Golem
A personal AI operations agent. Chat-driven, policy-gated, with durable memory and real infrastructure side effects — all on Cloudflare.
Golem is an AI assistant that lives in Discord and manages operational tasks across my businesses. It's not a chatbot — it's an operational agent with side effects, confirmation workflows, rate limiting, circuit breakers, and a full audit trail. Built entirely on Workers, Durable Objects, Workflows, D1, and R2.
How It's Built
Architecture and implementation.
Ack-fast webhook pattern
Discord webhook returns HTTP 200 immediately. Processing happens async via a Session Durable Object. Prevents Discord timeouts, duplicate processing, and retry cascades.
Session coordination with Durable Objects
Each Discord chat gets its own DO instance handling deduplication (24-hour replay protection), session state management, and pending action coordination.
Agent execution with Workflows
GolemAgentWorkflow orchestrates the multi-step loop: load soul context → load history → parse commands or call Claude → evaluate policy → execute or confirm → feed result → next iteration. Up to 10 turns.
Policy engine
Every capability has a D1 policy record: confirmation required? Rate limited? Cooldown? Circuit breaker tripped? Mutations frozen? All enforced before any tool executes.
Isolated skill workers
Each capability runs in its own Worker via service bindings: web-fetch, email, hosting, server-admin, observability. A skill can crash or be redeployed without affecting the gateway.
Durable memory
Facts stored in D1 with confidence scores and source attribution. Memory injected into Claude's context on every turn. Redaction system prevents future extraction of sensitive topics.
Architecture Map
Request flow and service topology
Discord webhook → Gateway Worker → HTTP 200 (immediate)
↓ (async)
Session Durable Object
├── Dedup check (24h replay protection)
├── Upsert session + message → D1
└── Kick GolemAgentWorkflow
↓
Load context:
├── Soul files ← R2
├── Chat history ← D1
└── Memory facts ← D1
↓
Claude API (tool-use loop, max 10 turns)
↓
Policy check per tool call
├── Needs confirmation → Pending action + Discord buttons
├── Rate limited → Reject
└── Clear → Execute via skill worker (service binding)
├── skills-web-fetch
├── skills-email
├── skills-hosting
├── skills-server-admin
└── skills-observability
↓
Final text response → Discord API
Cron (every 5 min) → Expire pending actions past TTL Primitives Used
Every Cloudflare binding in this project.

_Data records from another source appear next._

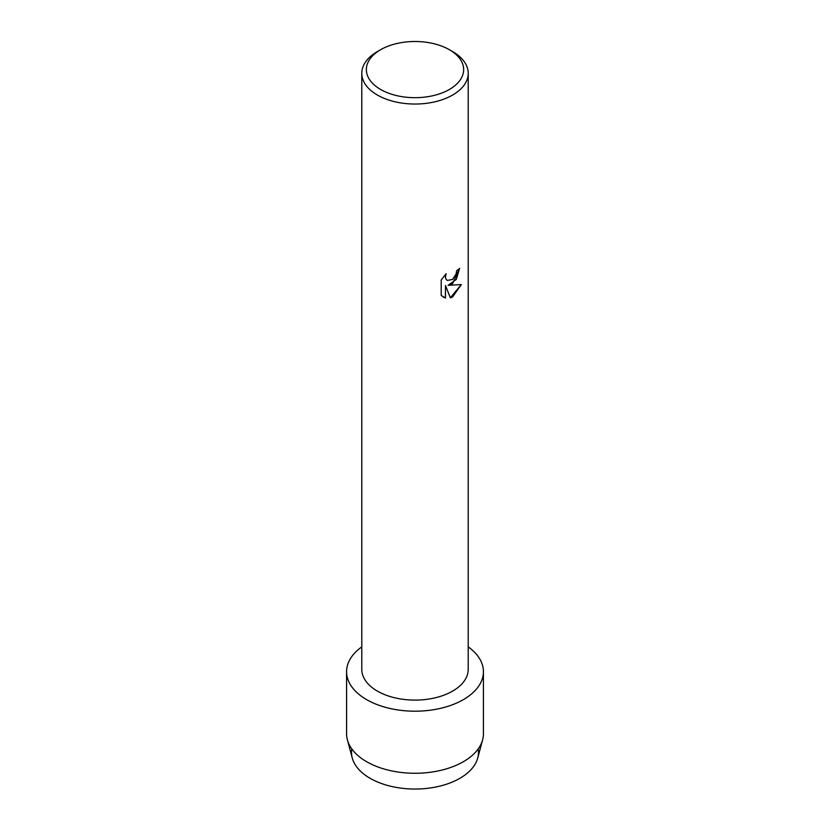 <?xml version="1.0" encoding="UTF-8"?>
<svg xmlns="http://www.w3.org/2000/svg" width="830" height="830" viewBox="0 0 830 830"><rect width="100%" height="100%" fill="white"/><g stroke="black" fill="none" stroke-linecap="round" stroke-linejoin="round"><path stroke-width="1.25" d="M478.194 748.919A63.485 36.645 180 0 1 459.882 778.312A63.485 36.645 180 0 1 387.952 785.553A63.485 36.645 180 0 1 351.806 748.919M449.404 49.727L452.63 51.595A53.213 30.72 180 0 1 468.213 73.32L468.213 669.374A53.213 30.72 180 0 1 452.63 691.1A53.213 30.72 180 0 1 394.634 697.76A53.213 30.72 180 0 1 361.787 669.374L361.787 73.32A53.213 30.72 180 0 1 377.37 51.595L380.596 49.727A48.659 28.096 180 0 1 449.404 49.727A48.659 28.096 180 0 1 449.404 89.453A48.659 28.096 180 0 1 380.596 89.453A48.659 28.096 180 0 1 380.596 49.727L377.37 51.595M463.379 699.628A68.423 39.498 180 0 1 369.246 701.07A68.423 39.498 180 0 1 361.787 646.871A68.423 39.498 180 0 0 346.577 671.698A68.423 39.498 180 0 0 388.814 708.198A68.423 39.498 180 0 0 463.379 699.628A68.423 39.498 180 0 0 468.213 646.871A68.423 39.498 180 0 1 483.423 671.698A68.423 39.498 180 0 1 463.379 699.628M452.63 283.59L448.065 285.333L461.324 284.565L452.63 296.891L450.379 297.846L445.471 285.489L445.471 297.991L441.197 295.47L441.197 280.042L446.125 273.744L445.461 276.815L445.938 279.015L447.287 280.457L452.63 279.44L456.116 273.931L456.625 270.725A53.213 30.72 0 0 0 459.602 268.339L452.63 283.59M468.213 73.32A53.213 30.72 180 0 1 452.63 95.045A53.213 30.72 180 0 1 394.634 101.696A53.213 30.72 180 0 1 361.787 73.32M459.55 268.391L456.313 279.42L448.065 285.333M447.235 280.426L445.886 278.973L445.409 276.784L446.011 273.858M443.189 297.057L445.42 297.96L445.471 285.489M450.368 297.804L461.252 284.586M483.423 671.698L483.423 733.772A68.423 39.498 180 0 1 482.614 739.821L477.727 758.008A63.485 36.645 180 0 1 459.882 778.312A63.485 36.645 180 0 1 395.288 787.234A63.485 36.645 180 0 1 352.273 758.008L347.386 739.821A68.423 39.498 180 0 1 346.577 733.772L346.577 671.698M482.614 739.821A68.423 39.498 180 0 1 463.379 761.701A68.423 39.498 180 0 1 393.752 771.319A68.423 39.498 180 0 1 347.386 739.821"/></g></svg>

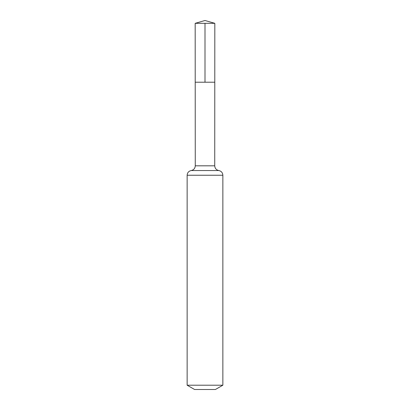 <?xml version="1.0" encoding="UTF-8"?>
<svg xmlns="http://www.w3.org/2000/svg" width="410" height="410" viewBox="0 0 410 410"><rect width="100%" height="100%" fill="white"/><g stroke="black" fill="none" stroke-linecap="round" stroke-linejoin="round"><path stroke-width="0.61" d="M187.144 385.205L222.855 385.205L215.414 389.5L194.586 389.5L187.144 385.205L187.144 175.244C187.339 172.671 188.692 171.103 191.209 170.534C193.72 169.96 195.078 168.392 195.268 165.819L214.732 165.819L214.82 23.324L195.18 23.324L205 20.5L214.82 23.324M195.268 165.819L195.216 82.22L214.784 82.22L195.216 82.22L195.18 23.324M222.855 385.205L222.855 175.244C222.661 172.671 221.308 171.103 218.791 170.534C216.28 169.96 214.922 168.392 214.732 165.819M205 23.324L205 82.22L214.784 82.22L214.82 23.324L205 20.5M187.144 175.244L222.855 175.244M191.209 170.534L218.791 170.534"/></g></svg>
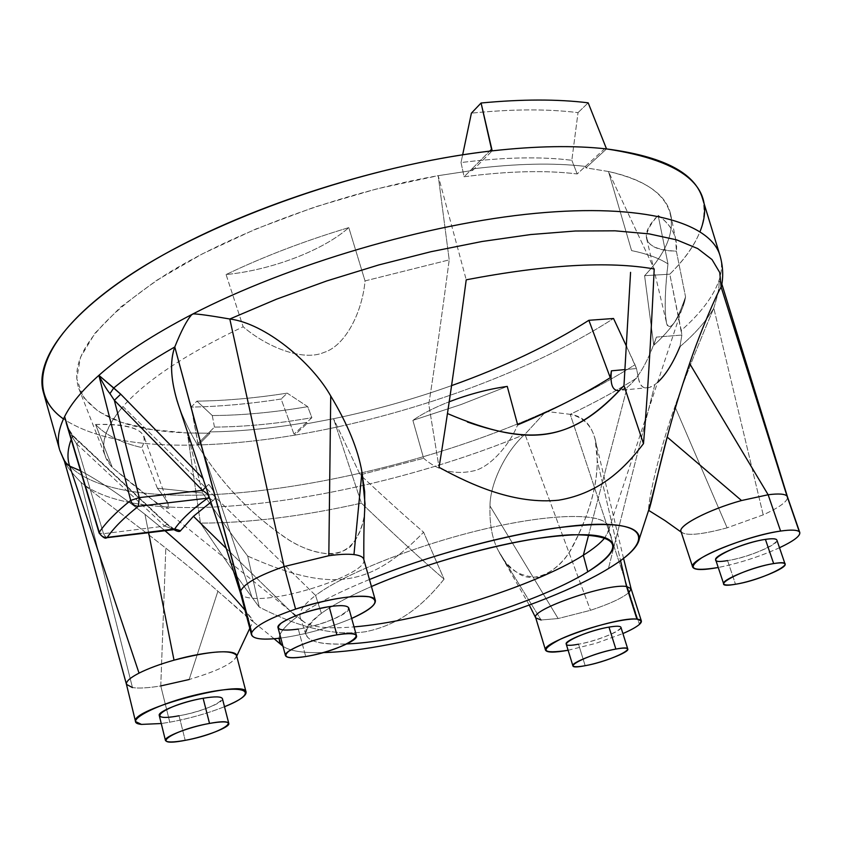 <?xml version="1.0" encoding="UTF-8"?>
<svg xmlns="http://www.w3.org/2000/svg" width="842" height="842" viewBox="0 0 842 842"><rect width="100%" height="100%" fill="white"/><g stroke="black" fill="none" stroke-linecap="round" stroke-linejoin="round"><path stroke-width="0.63" stroke-dasharray="4.21 3.16" d="M719.889 255.189C722.352 263.22 721.994 271.829 718.826 281.007C713.079 296.9 700.555 313.371 681.241 330.453L681.873 335.053L656.381 337.105L653.771 345.294C672.663 328.117 683.262 311.972 685.556 296.858L676.368 251.169L675.663 239.202C673.6 230.182 667.759 222.235 658.139 215.373L667.98 263.914C664.433 291.995 664.306 321.855 667.717 325.991C671.684 329.243 677.631 319.528 685.556 296.858L685.22 299.036C682.199 313.561 671.716 328.98 653.771 345.294L644.593 275.692L669.8 274.197L644.593 275.692C687.219 231.371 681.557 187.166 608.461 171.515L631.574 250.6C646.982 253.758 659.118 258.199 667.98 263.914C659.118 258.199 646.982 253.758 631.574 250.6L608.461 171.515L585.895 167.842L606.524 148.918L585.895 167.842L585.411 166.411L606.114 147.403L577.212 173.947L571.823 160.296L577.212 173.947C545.827 170.116 508.126 171.052 464.121 176.767L461.016 162.559L462.658 154.802L461.016 162.559C503.979 157.191 540.911 156.433 571.823 160.296L578.022 112.639C547.647 108.839 512.104 109.007 471.404 113.154C512.104 109.007 547.647 108.839 578.022 112.639L571.823 160.296C540.911 156.433 503.979 157.191 461.016 162.559L464.121 176.767L471.899 168.968C515.883 163.516 553.731 162.664 585.411 166.411L577.212 173.947C545.827 170.116 508.126 171.052 464.121 176.767L471.899 168.968L472.615 170.442L438.208 175.673L449.218 259.883L438.208 175.673L466.226 279.807L438.208 175.673L376.669 188.913L314.855 206.995L255.768 229.056L202.217 253.947L156.549 280.428L120.48 307.225L95.02 333.158L80.516 357.24L76.748 378.679L83.053 396.908L98.44 411.559L121.774 422.463L151.823 429.578L187.356 432.956L202.606 493.002C219.699 517.851 234.729 538.88 247.685 556.088L259.241 607.103C288.932 622.175 325.959 637.015 365.228 631.795C403.665 624.206 427.21 600.104 444.071 579.159L423.61 532.239L444.071 579.159C421.495 559.677 393.94 534.333 361.397 503.137C393.94 534.333 421.495 559.677 444.071 579.159C427.21 600.104 403.665 624.206 365.228 631.795C325.959 637.015 288.932 622.175 259.241 607.103C243.117 585.622 223.509 557.614 200.438 523.103C223.509 557.614 243.117 585.622 259.241 607.103L247.685 556.088C333.011 593.926 370.575 586.39 423.61 532.239C405.465 516.578 384.331 497.433 360.197 474.825L423.631 458.28L360.197 474.825L333.527 418.716L306.888 423.747L294.384 435.219C260.704 440.829 228.687 444.06 198.344 444.944C137.688 446.723 92.725 438.061 63.466 418.948C92.725 438.061 137.688 446.723 198.344 444.944L210.016 433.251L187.356 432.956L200.438 523.103C248.506 523.071 302.152 516.409 361.397 503.137L333.527 418.716C373.427 410.454 412.769 399.424 451.575 385.625C412.769 399.424 373.427 410.454 333.527 418.716L360.197 474.825C384.331 497.433 405.465 516.578 423.61 532.239C370.575 586.39 333.011 593.926 247.685 556.088C234.729 538.88 219.699 517.851 202.606 493.002L157.359 488.234C169.074 502.79 171.368 509.126 164.232 507.231C157.265 504.6 133.099 485.034 112.323 467.478C97.935 452.365 101.482 432.051 122.953 406.56L315.571 595.452C301.657 606.093 297.015 614.292 301.657 620.07C308.288 626.974 325.749 629.248 354.019 626.88C322.181 629.511 304.257 626.374 300.236 617.449C298.531 611.839 303.646 604.503 315.571 595.452L321.381 613.344C332.937 604.977 349.619 596.031 371.438 586.516C349.619 596.031 332.937 604.977 321.381 613.344L315.571 595.452C344.61 573.455 418.348 544.258 486.823 528.502C555.404 512.641 605.261 512.915 608.534 526.713L608.303 531.734L605.061 537.491L608.755 529.681C611.197 513.852 564.024 511.473 493.791 526.934C423.694 542.248 345.578 572.665 315.571 595.452L122.953 406.56C145.971 380.552 186.029 353.956 243.159 326.77C266.956 347.188 303.025 361.565 323.865 352.472C345.694 345.767 362.376 311.635 365.039 280.912L449.218 259.883C441.524 318.087 434.714 366.228 428.788 404.297L439.04 467.331L428.788 404.297C434.714 366.228 441.524 318.087 449.218 259.883L365.039 280.912L348.788 227.614C304.499 240.938 263.588 256.589 226.077 274.545L243.159 326.77C186.029 353.956 145.971 380.552 122.953 406.56C106.229 426.02 100.366 442.597 105.366 456.29L112.323 467.478L95.556 424.473C105.303 434.956 120.69 442.65 141.719 447.555L157.359 488.234L202.606 493.002L187.356 432.956L200.438 523.103C248.506 523.071 302.152 516.409 361.397 503.137L333.527 418.716L306.888 423.747L306.709 422.442C272.334 428.325 239.97 431.493 209.626 431.925L210.016 433.251L187.356 432.956C127.826 430.651 91.652 415.853 78.811 388.551C68.37 357.345 97.672 319.15 166.727 273.976C235.771 231.308 341.715 192.576 438.208 175.673L472.615 170.442L471.899 168.968C515.883 163.516 553.731 162.664 585.411 166.411L585.895 167.842L608.461 171.515L654.202 268.987L608.461 171.515C645.509 180.146 666.243 194.428 670.664 214.363C674.231 233.15 665.548 253.6 644.593 275.692L653.771 345.294L656.381 337.105C647.824 362.049 638.099 378.763 627.206 387.267L588.695 534.723L627.206 387.267C638.099 378.763 647.824 362.049 656.381 337.105L681.873 335.053L669.8 274.197C684.325 259.683 694.397 245.485 700.028 231.603M321.381 613.344C309.424 622.154 304.267 629.237 305.878 634.605C308.888 641.92 322.528 645.025 346.799 643.941C303.225 645.34 294.753 635.131 321.381 613.344M369.459 579.507C336.821 592.915 312.529 605.482 296.594 617.207C285.427 625.553 279.586 632.574 279.039 638.289C279.586 632.574 285.427 625.553 296.594 617.207L226.309 548.447L296.594 617.207C312.529 605.482 336.821 592.915 369.459 579.507M282.986 646.267C289.88 651.055 303.246 653.16 323.075 652.592C303.246 653.16 289.88 651.055 282.986 646.267M213.005 500.622C216.815 498.096 215.405 492.686 208.784 484.392L205.985 486.929L208.784 484.392C215.405 492.686 216.815 498.096 213.005 500.622L209.847 498.506L213.005 500.622L211.026 502.043L213.005 500.622M178.315 404.592C184.787 422.589 193.534 439.65 204.564 455.775C226.319 488.307 253.516 515.82 286.164 538.28C300.489 547.784 315.624 553.089 331.569 554.194C353.082 552.12 363.134 531.47 364.681 511.252M681.199 532.112L681.483 532.323C686.956 536.059 702.175 534.554 727.13 527.829L763.199 514.862C779.85 507.21 787.954 501.222 787.502 496.906C788.007 501.179 779.913 507.179 763.199 514.862L727.13 527.829L674.926 406.602C660.16 447.428 648.182 499.453 648.603 510.399C648.182 499.464 660.16 447.428 674.926 406.602C685.009 376.627 704.07 331.064 713.784 308.088C706.596 320.655 695.303 333.527 679.915 346.715C672.063 365.396 663.696 378.026 654.844 384.605L608.419 568.592L654.844 384.605L649.529 387.394C643.246 389.404 639.488 385.983 638.278 377.121L636.468 368.543L625.111 369.575L636.468 368.543L635.005 364.723C608.755 381.342 579.075 396.992 545.963 411.685C372.143 490.697 115.112 527.176 64.823 460.679L59.55 449.533M423.631 458.28L412.875 420.358L461.058 404.539L507.252 386.404L461.058 404.539L412.875 420.358C422.042 413.864 434.146 407.675 449.207 401.771C434.146 407.675 422.042 413.864 412.875 420.358L423.631 458.28C438.545 471.225 455.817 475.288 475.435 470.467C492.381 465.289 510.336 443.092 517.672 424.863C510.336 443.092 492.381 465.289 475.435 470.467C455.817 475.288 438.545 471.225 423.631 458.28M472.615 170.442L492.191 150.855L472.615 170.442M294.384 435.219C407.191 416.485 530.397 372.227 613.534 318.487C530.397 372.227 407.191 416.485 294.384 435.219L281.123 399.024C249.727 403.886 219.751 406.581 191.218 407.118L198.344 444.944C228.687 444.06 260.704 440.829 294.384 435.219L281.123 399.024L287.217 393.151L307.709 406.665L311.877 417.695L306.709 422.442C272.334 428.325 239.97 431.493 209.626 431.925L197.912 443.671L198.344 444.944L210.016 433.251L209.626 431.925L214.457 427.094L212.279 415.538L196.923 401.129L191.218 407.118L197.912 443.671L214.457 427.094C244.748 426.852 277.228 423.715 311.877 417.695L294.153 433.977L306.709 422.442L306.888 423.747L294.384 435.219M679.915 346.715L681.873 335.053L679.915 346.715C695.303 333.527 706.596 320.655 713.784 308.088C718.131 294.3 719.784 285.396 718.752 281.386C719.784 285.396 718.131 294.3 713.784 308.088C704.07 331.064 685.009 376.627 674.926 406.602L727.13 527.829C700.27 535.007 684.893 536.238 680.999 531.502M657.581 382.405L654.844 384.605C645.688 390.856 640.162 388.362 638.278 377.121C617.902 390.035 595.21 402.444 570.213 414.327C588.958 418.537 597.957 433.851 597.22 460.258C597.452 487.592 588.137 518.272 569.276 552.289C557.467 571.802 534.449 582.874 520.219 574.57C510.41 568.487 503.116 560.519 498.327 550.657C492.202 539.122 489.423 524.229 489.991 505.989C489.928 484.624 504.958 451.912 524.966 434.272C362.449 501.821 141.772 533.312 81.032 482.403C99.956 498.148 140.572 528.029 165.811 548.153C187.398 565.308 204.764 579.664 217.899 591.231L252.874 621.501C253.884 621.491 251.263 617.702 244.99 610.145L253.179 621.301C252.032 622.491 234.097 605.061 217.899 591.231C204.764 579.664 187.398 565.308 165.811 548.153C140.572 528.029 99.956 498.148 81.032 482.403C141.772 533.312 362.449 501.821 524.966 434.272L545.416 412.012L524.966 434.272L590.484 610.313L524.966 434.272C504.958 451.912 489.928 484.624 489.991 505.989L558.141 618.544L541.122 619.996L535.701 617.765M622.101 390.025L627.206 387.267L619.67 390.551M157.359 488.234C163.316 495.422 167.042 501.106 168.526 505.284C173.147 516.872 144.919 495.117 112.323 467.478L95.556 424.473C124.1 423.505 140.309 427.662 144.192 436.935L144.35 442.008L141.719 447.555L157.359 488.234M658.139 215.373C671.8 225.288 677.873 237.223 676.368 251.169C644.33 249.6 638.247 237.665 658.139 215.373L667.98 263.914C664.727 292.448 664.317 312.371 666.769 323.686C670.327 331.559 676.589 322.612 685.556 296.858L676.368 251.169C659.118 250.853 649.214 246.706 646.635 238.707C645.067 232.339 648.908 224.561 658.139 215.373M226.077 274.545C263.588 256.589 304.499 240.938 348.788 227.614C323.233 250.453 271.145 270.208 226.077 274.545L243.159 326.77C266.956 347.188 303.025 361.565 323.865 352.472C345.694 345.767 362.376 311.635 365.039 280.912L348.788 227.614C323.233 250.453 271.145 270.208 226.077 274.545M95.556 424.473C135.246 423.873 150.634 431.567 141.719 447.555C120.69 442.65 105.303 434.956 95.556 424.473M164.706 530.481L144.971 514.336C121.111 495.559 99.63 481.066 80.537 470.836C99.63 481.066 121.111 495.559 144.971 514.336L164.706 530.481M98.882 375.353C82.432 390.035 71.012 403.771 64.623 416.558L66.297 423.147L72.444 437.335L73.222 435.83L72.444 437.335L76.569 443.797L79.127 441.808L72.654 435.914L71.17 439.482L72.654 435.914L166.811 524.198L173.463 529.386L167.063 523.861L164.8 526.103L173.778 529.344L164.8 526.103L103.503 533.681L99.135 533.028M66.15 422.684L72.444 437.335L76.569 443.797L103.503 533.681L106.281 537.775L103.503 533.681L76.569 443.797L164.8 526.103L103.503 533.681L99.124 533.007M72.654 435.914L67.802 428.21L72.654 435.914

What Makes This Interesting
The architectural angle worth paying attention to.
Golem is an AI agent with real side effects — restarting servers, sending emails, executing runbooks — and all the safety infrastructure is built on Cloudflare primitives. The policy engine, rate limiting, circuit breakers, confirmation workflows, and audit trails aren't bolted-on middleware. They're D1 records, Durable Object state, and Workflow checkpoints. The soul files in R2 mean personality and behavioral rules can change without redeploying code.